Escrow Agreement shall terminate and be of no further force and effect” once disbursements are made except for certain specified provisions, which do not include the choice of forum provision. The PLA does not incorporate by reference the Escrow Agreement or any of its provisions. C. The First-Filed Texas Infringement Actions by Solas Against Samsung

On September 14, 2020, Solas filed a lawsuit in the Eastern District of Texas and another with the International Trade Commission (the “ITC Action”), both alleging that Samsung had infringed Solas’s U.S. Patent Nos. 7,573,068 (the “’068 Patent”) and 7,868,880 (the “’880 Patent”). The Eastern District of Texas case is temporarily stayed pending the ITC Action.

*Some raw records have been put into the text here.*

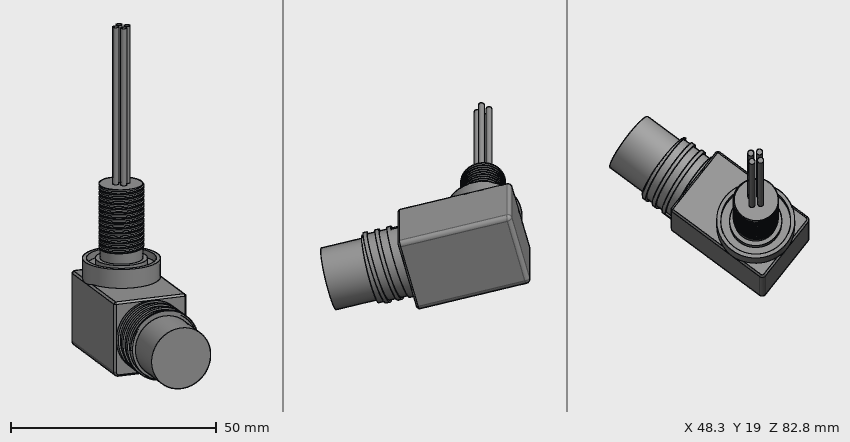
import cadquery as cq
BODY_LENGTH = 28.5
BODY_WIDTH = 19.0
BODY_HEIGHT = 19.0
BACK_EDGE_RADIUS = 1.0
BOTTOM_EDGE_RADIUS = 1.2
OUTLET_EDGE_CHAMFER = 0.5

STEM_X = BODY_WIDTH / 2
COLLAR_DIAMETER = BODY_WIDTH
COLLAR_HEIGHT = 4.8
COLLAR_ROOT = 1.5
RECESS_OUTER_DIAMETER = 17.0
RECESS_INNER_DIAMETER = 12.7
RECESS_DEPTH = 1.8

STEM_DIAMETER = 10.42
STEM_THREAD_DIAMETER = 11.0
NECK_HEIGHT = 2.5
STEM_THREAD_LENGTH = 16.5
STEM_THREAD_PITCH = 1.25
STEM_RIDGE_BASE = 1.2
STEM_RIDGE_CREST = 0.3
STEM_RIDGE_EMBED = 0.2
STEM_RIDGE_START = -0.6

WIRE_DIAMETER = 1.5
WIRE_CIRCLE_DIAMETER = 3.0
WIRE_COUNT = 4
WIRE_LENGTH = 40.0

SPIGOT_THREAD_DIAMETER = 18.0
SPIGOT_ROOT_DIAMETER = 17.0
SPIGOT_THREAD_LENGTH = 9.3
SPIGOT_PITCH = 3.0
SPIGOT_GROOVE_WIDTH = 2.0
SPIGOT_GROOVE_START = 0.8
GROOVE_OVERCUT = 0.5
BARREL_DIAMETER = 15.5
BARREL_LENGTH = 10.5

COLLAR_TOP = BODY_HEIGHT + COLLAR_HEIGHT
STEM_THREAD_BOTTOM = COLLAR_TOP + NECK_HEIGHT
STEM_TOP = STEM_THREAD_BOTTOM + STEM_THREAD_LENGTH
SPIGOT_SHOULDER = BODY_LENGTH + SPIGOT_THREAD_LENGTH
SPIGOT_AXIS_Z = BODY_HEIGHT / 2


def upright_cylinder(diameter, bottom, top):
    """Cylinder on the stem axis between two heights, its seam away from the thread start."""
    plane = cq.Plane(origin=(STEM_X, 0, bottom), xDir=(-1, 0, 0), normal=(0, 0, 1))
    return cq.Workplane(plane).circle(diameter / 2).extrude(top - bottom)


def spigot_cylinder(diameter, start, end):
    """Cylinder on the spigot axis between two X stations, its seam away from the groove start."""
    plane = cq.Plane(origin=(start, 0, SPIGOT_AXIS_Z), xDir=(0, -1, 0), normal=(1, 0, 0))
    return cq.Workplane(plane).circle(diameter / 2).extrude(end - start)


def helical_sweep(profile, pitch, length, radius):
    """Sweep (radius, height) points along a right-hand helix about Z, starting at +X."""
    helix = cq.Workplane(obj=cq.Wire.makeHelix(pitch, length, radius))
    return cq.Workplane("XZ").polyline(profile).close().sweep(helix, isFrenet=True)


def make_body():
    body = cq.Workplane("XY").box(BODY_LENGTH, BODY_WIDTH, BODY_HEIGHT, centered=(False, True, False))
    body = body.edges("|Z and <X").fillet(BACK_EDGE_RADIUS)
    body = body.faces("<Z").edges("not >X").fillet(BOTTOM_EDGE_RADIUS)
    return body.edges(">Z or >X").chamfer(OUTLET_EDGE_CHAMFER)


def make_collar():
    collar = upright_cylinder(COLLAR_DIAMETER, BODY_HEIGHT - COLLAR_ROOT, COLLAR_TOP)
    recess_floor = COLLAR_TOP - RECESS_DEPTH
    recess = upright_cylinder(RECESS_OUTER_DIAMETER, recess_floor, COLLAR_TOP)
    recess = recess.cut(upright_cylinder(RECESS_INNER_DIAMETER, recess_floor, COLLAR_TOP))
    return collar.cut(recess)


def make_stem():
    foot = STEM_DIAMETER / 2 - STEM_RIDGE_EMBED
    crest = STEM_THREAD_DIAMETER / 2
    profile = [
        (foot, -STEM_RIDGE_BASE / 2),
        (crest, -STEM_RIDGE_CREST / 2),
        (crest, STEM_RIDGE_CREST / 2),
        (foot, STEM_RIDGE_BASE / 2),
    ]
    ridge = helical_sweep(profile, STEM_THREAD_PITCH, STEM_THREAD_LENGTH + 2 * STEM_THREAD_PITCH, foot)
    ridge = ridge.translate((STEM_X, 0, STEM_THREAD_BOTTOM + STEM_RIDGE_START))
    envelope = upright_cylinder(COLLAR_DIAMETER, STEM_THREAD_BOTTOM, STEM_TOP)
    stem = upright_cylinder(STEM_DIAMETER, COLLAR_TOP - RECESS_DEPTH, STEM_TOP)
    return stem.union(ridge.intersect(envelope))


def make_wires():
    return (
        cq.Workplane("XY", origin=(STEM_X, 0, STEM_TOP))
        .polarArray(WIRE_CIRCLE_DIAMETER / 2, 0, 360, WIRE_COUNT)
        .circle(WIRE_DIAMETER / 2)
        .extrude(WIRE_LENGTH)
    )


def make_spigot_groove():
    root = SPIGOT_ROOT_DIAMETER / 2
    outside = SPIGOT_THREAD_DIAMETER / 2 + GROOVE_OVERCUT
    half_width = SPIGOT_GROOVE_WIDTH / 2
    profile = [(root, -half_width), (outside, -half_width), (outside, half_width), (root, half_width)]
    groove = helical_sweep(profile, SPIGOT_PITCH, SPIGOT_THREAD_LENGTH + SPIGOT_PITCH, root)
    groove = groove.rotate((0, 0, 0), (1, 1, 1), 120)
    return groove.translate((BODY_LENGTH + SPIGOT_GROOVE_START, 0, SPIGOT_AXIS_Z))


def make_spigot():
    threaded = spigot_cylinder(SPIGOT_THREAD_DIAMETER, BODY_LENGTH, SPIGOT_SHOULDER)
    threaded = threaded.cut(make_spigot_groove())
    barrel = spigot_cylinder(BARREL_DIAMETER, BODY_LENGTH, SPIGOT_SHOULDER + BARREL_LENGTH)
    return threaded.union(barrel)


result = make_body()
for piece in (make_collar(), make_stem(), make_wires(), make_spigot()):
    result = result.union(piece)

On March 22, 2021, Solas filed two other infringement actions against Samsung in the Eastern District of Texas, asserting other patents, four of which are at issue here -- U.S. Patent Nos. 7,499,042 (the “’042 Patent”), 7,663,615 (the “’615 Patent”), 8,526,767 (the “’767 Patent”) and the ’144 Patent. Solas later dropped the infringement claim for ’144 Patent, which is listed

on Exhibit A of the PLA as one of the patents licensed by Neodron to Samsung. These three lawsuits in the Eastern District of Texas are the first-filed Texas Actions referenced above. Neodron is not a party to the Texas Actions. D. The Later-Filed New York Actions by Samsung Against Solas and Neodron On June 11, 2021, and August 26, 2021, Plaintiffs commenced these New York Actions against Solas and Neodron. SE and SEA seek declaratory judgments of license to practice six patents to which Solas has asserted rights in the Texas Actions -- the ’144, ’068, ’880, ’042, ’615 and ’767 Patents (the “Patents-in-Suit”). SE and SEA also allege that Neodron breached its contract and that Samsung has license to patents owned by Solas, pursuant to the PLA between SE and Neodron. SD’s Complaint is substantially the same, except concerns only four of the

Patents-in-Suit. Defendants subsequently filed the instant motions to dismiss or transfer under the first-to-file rule and to dismiss under Rule 12(b)(6). II. LEGAL STANDARDS In a patent case, a federal district court applies Federal Circuit law in applying the first- to-file rule. See Futurewei Techs., Inc. v. Acacia Research Corp., 737 F.3d 704, 708 (Fed. Cir. 2013) (“Resolution of whether the second-filed action should proceed presents a question sufficiently tied to patent law that the question is governed by this circuit’s law.”). The first-to- file rule is a principle of federal comity that “permits a district court to decline [to exercise] jurisdiction when a complaint involving substantially similar parties and issues has been filed in another district court.” Id. at 707. “This ‘first-to-file’ rule exists to ‘avoid conflicting decisions and promote judicial efficiency.’” Id. at 708 (quoting Merial Ltd. v. Cipla Ltd., 681 F.3d 1283, 1299 (Fed. Cir. 2012)). “When two actions that sufficiently overlap are filed in different federal district courts,

one for infringement and the other for declaratory relief, the declaratory judgment action, if filed later, generally is to be stayed, dismissed, or transferred to the forum of the infringement action.” Id. at 708.